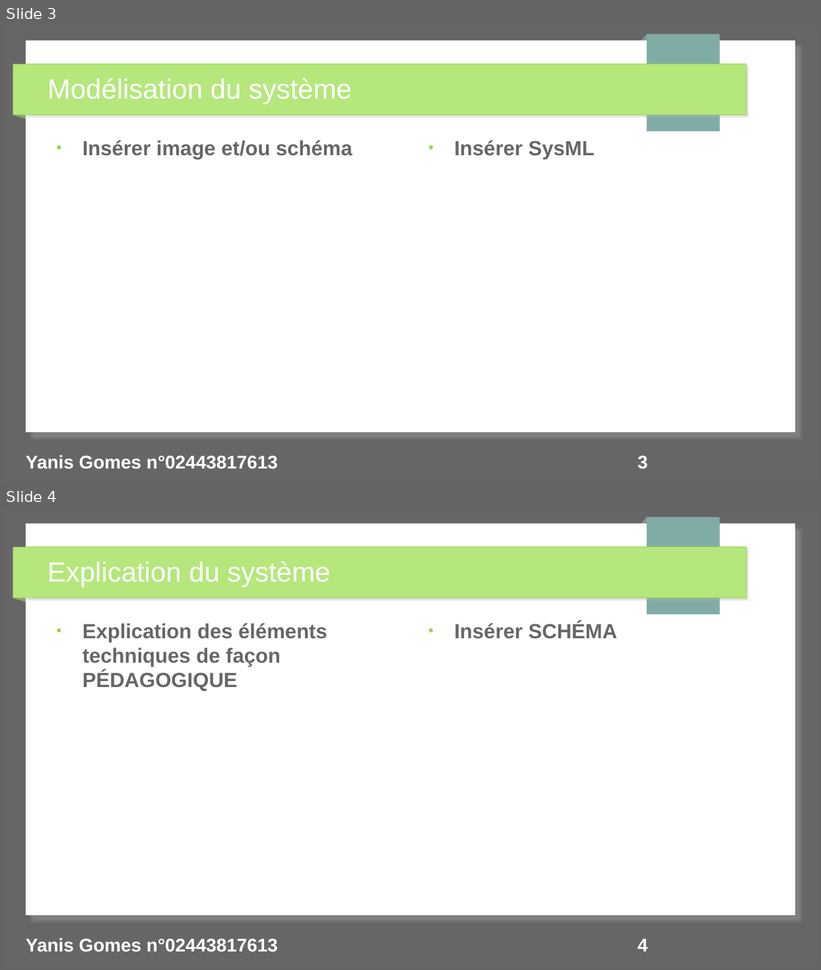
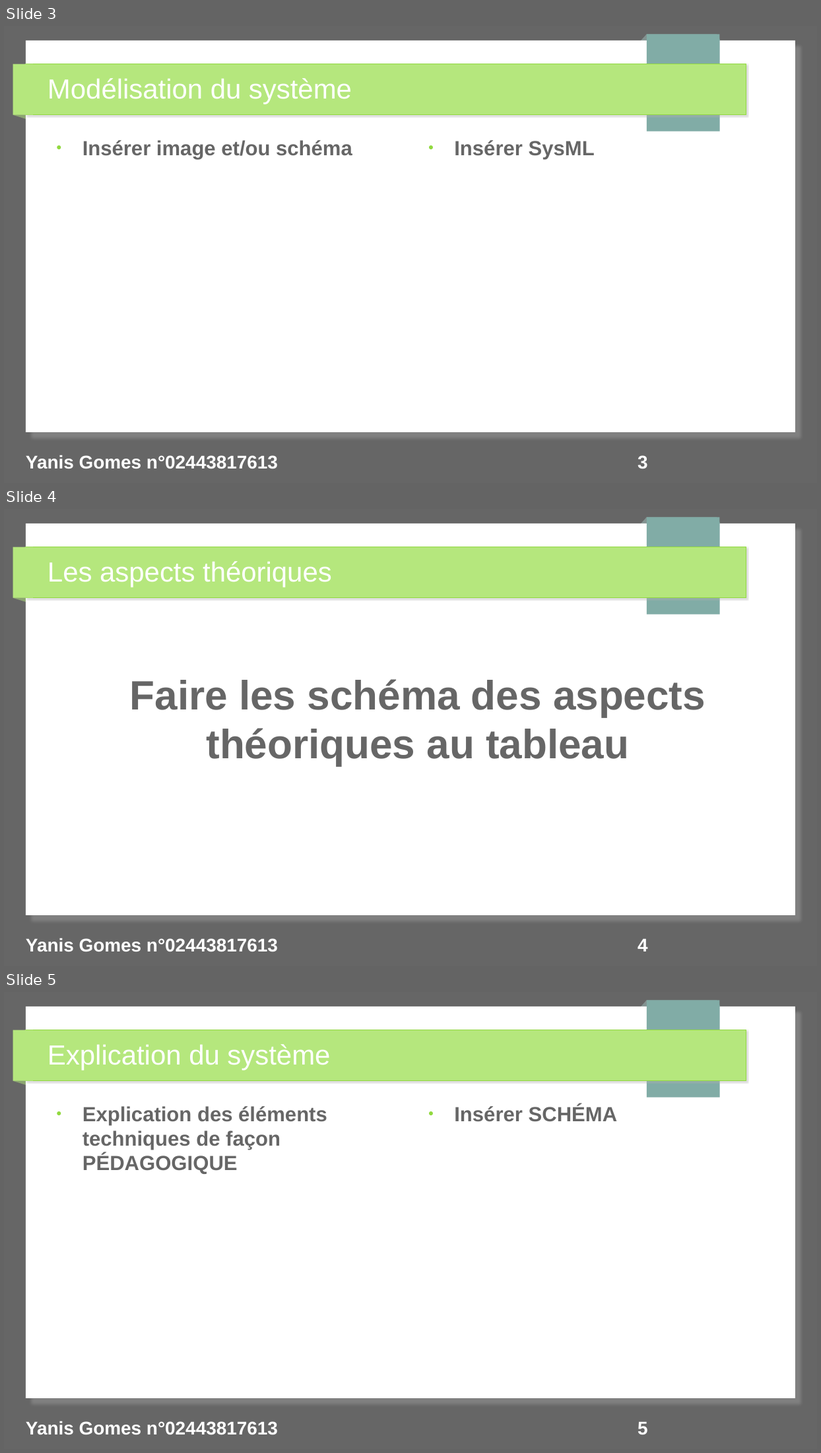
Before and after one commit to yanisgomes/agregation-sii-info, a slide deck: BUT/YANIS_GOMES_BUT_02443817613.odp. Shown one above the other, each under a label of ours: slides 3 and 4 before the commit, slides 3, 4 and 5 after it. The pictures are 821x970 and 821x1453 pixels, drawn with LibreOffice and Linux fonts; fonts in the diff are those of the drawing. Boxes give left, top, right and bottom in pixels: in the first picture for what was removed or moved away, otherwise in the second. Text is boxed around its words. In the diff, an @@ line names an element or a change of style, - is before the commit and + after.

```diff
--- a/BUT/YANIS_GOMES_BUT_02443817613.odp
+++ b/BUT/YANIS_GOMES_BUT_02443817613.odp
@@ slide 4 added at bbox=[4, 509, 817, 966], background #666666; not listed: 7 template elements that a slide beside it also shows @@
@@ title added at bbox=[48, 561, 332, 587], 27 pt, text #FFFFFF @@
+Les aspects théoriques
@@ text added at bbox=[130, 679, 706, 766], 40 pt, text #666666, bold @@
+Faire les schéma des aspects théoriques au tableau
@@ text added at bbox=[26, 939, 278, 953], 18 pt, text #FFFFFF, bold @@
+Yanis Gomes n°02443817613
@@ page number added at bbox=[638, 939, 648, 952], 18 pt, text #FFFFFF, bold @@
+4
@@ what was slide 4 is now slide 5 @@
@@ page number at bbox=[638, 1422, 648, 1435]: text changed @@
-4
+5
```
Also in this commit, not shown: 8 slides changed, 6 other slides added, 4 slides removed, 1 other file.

-.-.-

*Exercise prompt:* Nothing is wanted except the number of lines in the entries above that include the word "théoriques".

*Completed task:* 2